New Delhi: The Institute of Liver and Biliary Sciences (ILBS), New Delhi, today hosted a dedicated Wilson Disease Patient Advocacy Program as part of “Wilson India 2026,” a single‑topic, two‑day international conference endorsed by the Asia Pacific Association for the Study of the Liver (APASL). The advocacy program brought together patients, families, clinicians, and international experts with the shared goal of strengthening the collective voice of the Wilson disease community in India.
Wilson disease is a hereditary copper overload disorder that can lead to liver cirrhosis and neurological manifestations, affecting approximately 1 in 30,000 children and young adults. As a liver‑centric university and referral center for complex liver diseases, ILBS manages nearly 25–30 new Wilson disease cases each year.

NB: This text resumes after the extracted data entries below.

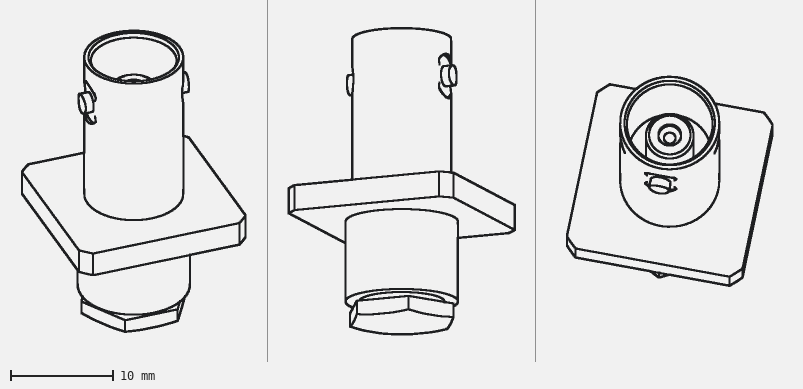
import cadquery as cq
import math

total_height = 28.5
nut_top = 1.5
neck_top = 2.2
flange_bottom = 10.2
flange_thickness = 2.5
flange_top = flange_bottom + flange_thickness

flange_width = 17.5
flange_corner_radius = 11.63
housing_radius = 5.5
neck_radius = 4.15
barrel_radius = 4.85

nut_across_flats = 9.52
nut_across_corners = nut_across_flats / math.cos(math.radians(30))
nut_chamfer_radius = 4.85
nut_chamfer_height = 0.17

pin_height = 24.37
pin_radius = 1.0
pin_trim = 0.28
groove_half_width = 1.3
groove_depth = 0.1
recess_floor = 4.6
recess_floor_radius = 2.08
recess_rim_radius = 2.2

socket_mouth_radius = 4.42
socket_chamfer_depth = 0.4
socket_upper_radius = 4.2
socket_lower_radius = 4.08
socket_floor = 20.1

insulator_radius = 2.35
insulator_top = 25.2
insulator_chamfer = 0.3
contact_hole_radius = 1.1
contact_depth = 0.43
contact_bore_radius = 0.57
contact_bore_depth = 3.42
contact_lip_radius = 0.3
contact_cone_angle = 45.0


def cylinder(radius, bottom, top):
    return cq.Workplane("XY").workplane(offset=bottom).circle(radius).extrude(top - bottom)


def revolve_profile(profile):
    """Turn a closed radius-height profile about the Z axis."""
    return profile.close().revolve(360, (0, 0, 0), (0, 1, 0))


def make_nut():
    hexagon = cq.Workplane("XY").polygon(6, nut_across_corners).extrude(nut_top)
    hexagon = hexagon.rotate((0, 0, 0), (0, 0, 1), 90)
    corner_radius = nut_across_corners / 2
    chamfered_blank = revolve_profile(
        cq.Workplane("XZ")
        .lineTo(nut_chamfer_radius, 0)
        .lineTo(corner_radius, nut_chamfer_height)
        .lineTo(corner_radius, nut_top)
        .lineTo(0, nut_top)
    )
    return hexagon.intersect(chamfered_blank)


def make_flange():
    square = (
        cq.Workplane("XY")
        .workplane(offset=flange_bottom)
        .rect(flange_width, flange_width)
        .extrude(flange_thickness)
    )
    return square.intersect(cylinder(flange_corner_radius, flange_bottom, flange_top))


def make_barrel():
    """Cylinder with a shallow concave groove around it at pin height."""
    return revolve_profile(
        cq.Workplane("XZ")
        .moveTo(0, flange_top)
        .lineTo(barrel_radius, flange_top)
        .lineTo(barrel_radius, pin_height - groove_half_width)
        .threePointArc(
            (barrel_radius - groove_depth, pin_height),
            (barrel_radius, pin_height + groove_half_width),
        )
        .lineTo(barrel_radius, total_height)
        .lineTo(0, total_height)
    )


def make_recess(side):
    """Flat-floored pocket around one pin, flaring outward to the barrel surface."""
    direction = cq.Vector(0, side, 0)
    floor_center = cq.Vector(0, side * recess_floor, pin_height)
    depth = barrel_radius - recess_floor
    cone = cq.Solid.makeCone(recess_floor_radius, recess_rim_radius, depth, floor_center, direction)
    return cq.Workplane(cone)


def make_pins():
    """Cross pin whose two ends follow the housing radius."""
    rod = (
        cq.Workplane("XZ")
        .center(0, pin_height)
        .circle(pin_radius)
        .extrude(housing_radius + pin_trim, both=True)
    )
    return rod.intersect(cylinder(housing_radius, flange_top, total_height))


def make_socket():
    chamfer_bottom = total_height - socket_chamfer_depth
    return revolve_profile(
        cq.Workplane("XZ")
        .moveTo(0, socket_floor)
        .lineTo(socket_lower_radius, socket_floor)
        .lineTo(socket_upper_radius, chamfer_bottom)
        .lineTo(socket_mouth_radius, total_height)
        .lineTo(0, total_height)
    )


def make_insulator():
    return cylinder(insulator_radius, socket_floor, insulator_top).faces(">Z").chamfer(insulator_chamfer)


def make_contact_hole():
    """Stepped hole whose lower bore opens through a cone with a rounded lip."""
    cone_angle = math.radians(contact_cone_angle)
    lip_top = insulator_top - contact_depth
    cone_top_radius = contact_hole_radius - contact_lip_radius * math.sin(cone_angle)
    cone_top = lip_top - contact_lip_radius * (1 - math.cos(cone_angle))
    cone_bottom = cone_top - (cone_top_radius - contact_bore_radius) * math.tan(cone_angle)
    bore_bottom = lip_top - contact_bore_depth
    return revolve_profile(
        cq.Workplane("XZ")
        .moveTo(0, bore_bottom)
        .lineTo(contact_bore_radius, bore_bottom)
        .lineTo(contact_bore_radius, cone_bottom)
        .lineTo(cone_top_radius, cone_top)
        .tangentArcPoint((contact_hole_radius, lip_top), relative=False)
        .lineTo(contact_hole_radius, insulator_top)
        .lineTo(0, insulator_top)
    )


barrel = make_barrel()
for side in (-1, 1):
    barrel = barrel.cut(make_recess(side))
barrel = barrel.union(make_pins())
barrel = barrel.cut(make_socket())
barrel = barrel.union(make_insulator()).cut(make_contact_hole())

result = make_nut()
result = result.union(cylinder(neck_radius, nut_top, neck_top))
result = result.union(cylinder(housing_radius, neck_top, flange_bottom))
result = result.union(make_flange())
result = result.union(barrel)

The conference, hosted by the Department of Pediatric Hepatology under the leadership of Prof. Seema Alam, featured around 85 experts and 110 delegates from across the globe, who deliberated on emerging diagnostic tools and novel therapeutic strategies for this rare but debilitating disease, of children and adults.
The seminal part of the meeting was the Patient Advocacy Program, which was presided over and launched by Prof. Vinod K. Paul, Member, NITI Aayog, who underscored the critical need for rare disease advocacy, timely diagnosis, and equitable, affordable lifelong treatment for Indian patients with Wilson disease. He informed that the very expensive medicine, Trientene, needed for these patients is now available in India by the efforts of the GoI and Phrama industries of India for 100th of the cost of the medicine imported from overseas.
Prof Shiv K. Sarin, Director ILBS, highlighted this initiative by the GoI as a big boon for the patients with Wilson Disease. He stressed on developing precise, context‑appropriate tools for early detection and optimal management of Wilson disease, particularly in resource‑constrained settings.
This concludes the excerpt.